The crowds are gone, but backcountry skiers are still heading up plowed roads to make tracks at closed skiing resorts and beyond.

Mount Spokane cross-country skiers were still touch-up grooming tracks with a snowmobile this week.

At Sherman Pass, the Sno-Park lot is no longer being plowed but skiing and snowshoeing conditions are good.

Mount Rainier’s snowpack was 125 percent of normal this week at Paradise, but the news this year is how long the snow is lingering at lower elevations across the region.

At Rainier National Park’s Longmire area, for example, the snow depth last week was 47 inches — that’s 522 percent of normal.

Avalanche forecasters in the Inland Northwest warn that the snow pack has some buried weak layers.
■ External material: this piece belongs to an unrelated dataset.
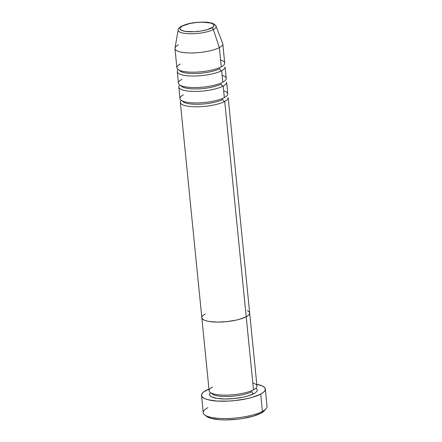 <?xml version="1.0" encoding="UTF-8"?>
<svg xmlns="http://www.w3.org/2000/svg" width="442" height="442" viewBox="0 0 442 442"><rect width="100%" height="100%" fill="white"/><g stroke="black" fill="none" stroke-linecap="round" stroke-linejoin="round"><path stroke-width="0.66" d="M201.53 395.424L203.259 412.729A32.045 8.459 -5.7 0 0 226.978 418.513A32.045 8.459 -5.7 0 0 262.438 411.414L260.924 413.215A30.045 7.928 -5.7 0 0 264.31 410.756L266.051 408.784A32.045 8.459 174.3 0 1 262.438 411.414A32.045 8.459 -5.7 0 0 267.034 406.364L265.31 389.059A32.045 8.459 174.3 0 1 260.708 394.109L262.438 411.414L260.708 394.109A32.045 8.459 174.3 0 1 225.249 401.214A32.045 8.459 174.3 0 1 201.53 395.424A32.045 8.459 174.3 0 1 206.132 390.374A32.045 8.459 174.3 0 1 208.95 389.065L203.43 392.126L201.889 393.883L201.552 395.579L202.442 397.143L204.524 398.524L207.712 399.656L216.9 401.043L228.597 401.087L234.846 400.596L246.929 398.684L252.31 397.336L260.708 394.109L263.404 392.358L264.951 390.601L265.288 388.905L264.399 387.341L262.316 385.965L256.78 384.291A32.045 8.459 174.3 0 1 265.31 389.059M256.006 388.048L257.321 389.739L257.067 391.01L255.912 392.33L253.885 393.645A2.006 1.624 62 0 1 251.99 391.606A22.034 5.812 174.3 0 1 229.127 396.441A22.034 5.812 174.3 0 1 211.607 393.303A22.034 5.812 -5.7 0 0 229.127 396.441A22.034 5.812 -5.7 0 0 251.99 391.606A2.006 1.624 -118 0 0 253.885 393.645A24.034 6.343 174.3 0 1 226.304 398.988A24.034 6.343 174.3 0 1 209.536 394.082M212.569 386.999A24.034 6.343 -5.7 0 0 220.646 394.999A24.034 6.343 -5.7 0 0 253.504 389.8A24.034 6.343 -5.7 0 0 256.951 386.01L249.658 312.958A24.034 6.343 174.3 0 1 246.211 316.748L253.504 389.8L246.211 316.748L248.233 315.433L249.393 314.113L249.647 312.842L248.979 311.671L247.415 310.638L248.979 311.671L249.647 312.842L249.393 314.113L248.233 315.433L246.211 316.748A24.034 6.343 174.3 0 1 219.619 322.074A24.034 6.343 174.3 0 1 201.828 317.732A24.034 6.343 174.3 0 1 205.276 313.947M252.824 382.982A24.034 6.343 -5.7 0 1 253.504 389.8A24.034 6.343 -5.7 0 1 226.906 395.126A24.034 6.343 -5.7 0 1 209.121 390.783L201.828 317.732A24.034 6.343 -5.7 0 0 219.619 322.074A24.034 6.343 -5.7 0 0 246.211 316.748L224.718 101.439A2.006 1.624 62 0 1 222.823 99.4A22.034 5.812 174.3 0 1 199.961 104.235A22.034 5.812 174.3 0 1 182.441 101.102A22.034 5.812 -5.7 0 0 199.961 104.235A22.034 5.812 -5.7 0 0 222.823 99.4A2.006 1.624 -118 0 0 224.718 101.439L246.211 316.748L239.912 319.168L235.879 320.179L226.812 321.616L217.586 322.096L209.602 321.549L206.464 320.909L204.071 320.058L202.513 319.025L201.845 317.848L202.513 319.025L204.071 320.058L206.464 320.909L209.602 321.549L217.586 322.096L226.812 321.616L235.879 320.179L239.912 319.168L246.211 316.748A24.034 6.343 -5.7 0 0 249.658 312.958L228.171 97.654A24.034 6.343 174.3 0 1 224.718 101.439A24.034 6.343 174.3 0 1 197.138 106.782A24.034 6.343 174.3 0 1 180.369 101.875M264.344 410.712L260.924 413.215L253.045 416.242L242.476 418.541L236.674 419.298L225.138 419.9L219.851 419.718L211.237 418.419L206.762 416.469M253.885 393.645L247.586 396.065L243.553 397.076L234.487 398.507L225.26 398.988L217.276 398.441L211.746 396.955L210.188 395.921L209.519 394.745L210.447 392.595M204.707 414.905L206.801 416.497A30.045 7.928 -5.7 0 0 231.746 419.707A30.045 7.928 -5.7 0 0 260.924 413.215L262.438 411.414A32.045 8.459 174.3 0 1 231.315 418.336A32.045 8.459 174.3 0 1 204.707 414.905A32.045 8.459 174.3 0 1 207.856 407.679M183.402 94.792A24.034 6.343 -5.7 0 0 191.48 102.793A24.034 6.343 -5.7 0 0 224.337 97.594A24.034 6.343 -5.7 0 0 227.785 93.809L226.635 82.273A24.034 6.343 174.3 0 1 223.182 86.063A24.034 6.343 174.3 0 1 195.607 91.406A24.034 6.343 174.3 0 1 178.839 86.499M223.182 86.063A2.006 1.624 62 0 1 221.287 84.019A22.034 5.812 174.3 0 1 198.425 88.853A22.034 5.812 174.3 0 1 180.905 85.72A22.034 5.812 -5.7 0 0 198.425 88.853A22.034 5.812 -5.7 0 0 221.287 84.019A2.006 1.624 -118 0 0 223.182 86.063L224.337 97.594L223.182 86.063A24.034 6.343 174.3 0 1 196.591 91.389A24.034 6.343 174.3 0 1 178.8 87.046A24.034 6.343 174.3 0 1 179.745 85.013M181.866 79.416A24.034 6.343 -5.7 0 0 189.944 87.417A24.034 6.343 -5.7 0 0 222.801 82.218A24.034 6.343 -5.7 0 0 226.249 78.427L225.1 66.891A24.034 6.343 174.3 0 1 221.652 70.681A24.034 6.343 174.3 0 1 194.071 76.024A24.034 6.343 174.3 0 1 177.303 71.118M221.652 70.681A2.006 1.624 62 0 1 219.751 68.643A22.034 5.812 174.3 0 1 196.889 73.477A22.034 5.812 174.3 0 1 179.369 70.344A22.034 5.812 -5.7 0 0 196.889 73.477A22.034 5.812 -5.7 0 0 219.751 68.643A2.006 1.624 -118 0 0 221.652 70.681L222.801 82.218L221.652 70.681A24.034 6.343 174.3 0 1 195.055 76.007A24.034 6.343 174.3 0 1 177.27 71.67A24.034 6.343 174.3 0 1 178.214 69.632M180.336 64.035A24.034 6.343 -5.7 0 0 188.408 72.035A24.034 6.343 -5.7 0 0 221.265 66.836A24.034 6.343 -5.7 0 0 224.718 63.051L222.796 43.824A24.034 6.343 174.3 0 1 219.348 47.614A24.034 6.343 -5.7 0 0 222.685 43.371L215.989 26.155A19.067 5.033 174.3 0 1 213.342 29.526A19.067 5.033 -5.7 0 0 215.53 25.492M178.209 30.631A19.067 5.033 -5.7 0 0 192.845 33.736A19.067 5.033 -5.7 0 0 213.342 29.526A19.067 5.033 174.3 0 1 191.574 33.763A19.067 5.033 174.3 0 1 178.148 29.934L174.982 48.128A24.034 6.343 -5.7 0 0 191.911 52.952A24.034 6.343 -5.7 0 0 219.348 47.614L213.342 29.526A2.006 1.624 -118 0 0 211.552 27.984A17.133 4.519 174.3 0 1 188.132 31.691A17.133 4.519 174.3 0 1 182.375 25.99L189.74 23.542L196.204 22.52L202.779 22.177L210.701 23.023L213.525 24.365L214 25.205L212.994 27.05L207.06 29.713L201.033 31.023L194.386 31.719L185.452 31.41L181.513 30.343L179.927 28.774L180.104 27.868L182.375 25.99A2.006 1.624 -118 0 0 181.618 26.15A2.006 1.624 62 0 1 182.375 25.99A17.133 4.519 174.3 0 1 205.795 22.282A17.133 4.519 174.3 0 1 211.552 27.984A2.006 1.624 62 0 1 213.342 29.526L219.348 47.614L221.265 66.836L219.348 47.614A24.034 6.343 174.3 0 1 192.751 52.941A24.034 6.343 174.3 0 1 174.966 48.598A24.034 6.343 174.3 0 1 178.413 44.813M177.27 71.67L178.419 83.201A24.034 6.343 -5.7 0 0 196.209 87.544A24.034 6.343 -5.7 0 0 222.801 82.218A24.034 6.343 -5.7 0 0 222.122 75.394M174.966 48.598L176.883 67.825A24.034 6.343 -5.7 0 0 194.673 72.162A24.034 6.343 -5.7 0 0 221.265 66.836A24.034 6.343 -5.7 0 0 220.586 60.018M224.718 101.439A24.034 6.343 174.3 0 1 198.127 106.765A24.034 6.343 174.3 0 1 180.336 102.428A24.034 6.343 174.3 0 1 181.281 100.389M178.8 87.046L179.955 98.583A24.034 6.343 -5.7 0 0 197.74 102.92A24.034 6.343 -5.7 0 0 224.337 97.594A24.034 6.343 -5.7 0 0 223.658 90.776M215.989 26.155C214.668 23.398 210.116 22.045 202.331 22.1C195.281 22.409 189.275 22.719 181.623 26.144C179.314 27.526 178.154 28.791 178.148 29.934M201.828 317.732L180.336 102.428"/></g></svg>

The typical stable spring conditions have not yet developed, they say.

Rich Landers

WILDLIFE

Yakima deer down

Yakima-area deer populations are down about 50 percent in the last four years and, with the combination of this winter’s heavy snows and the potential resurgence in a hair-loss problem that has been hitting the herds, the outlook is not good.

“We’ve had a number of calls about the hair loss this year,” said Washington Department of Fish and Wildlife regional biologist Jeff Bernatowicz Bernatowicz. “The reports are way up, and the calls were coming in earlier than normal.”

The hair loss is created by a louse that infects the deer and makes them scratch and lose their hair. It hits the yearlings the hardest, and what with all the snow this year, Bernatowicz fears that it doesn’t bode well for the local herd.

Yakima is the only region in Washington that does an overall population survey of its deer herds each year, making comparison difficult with the rest of the state.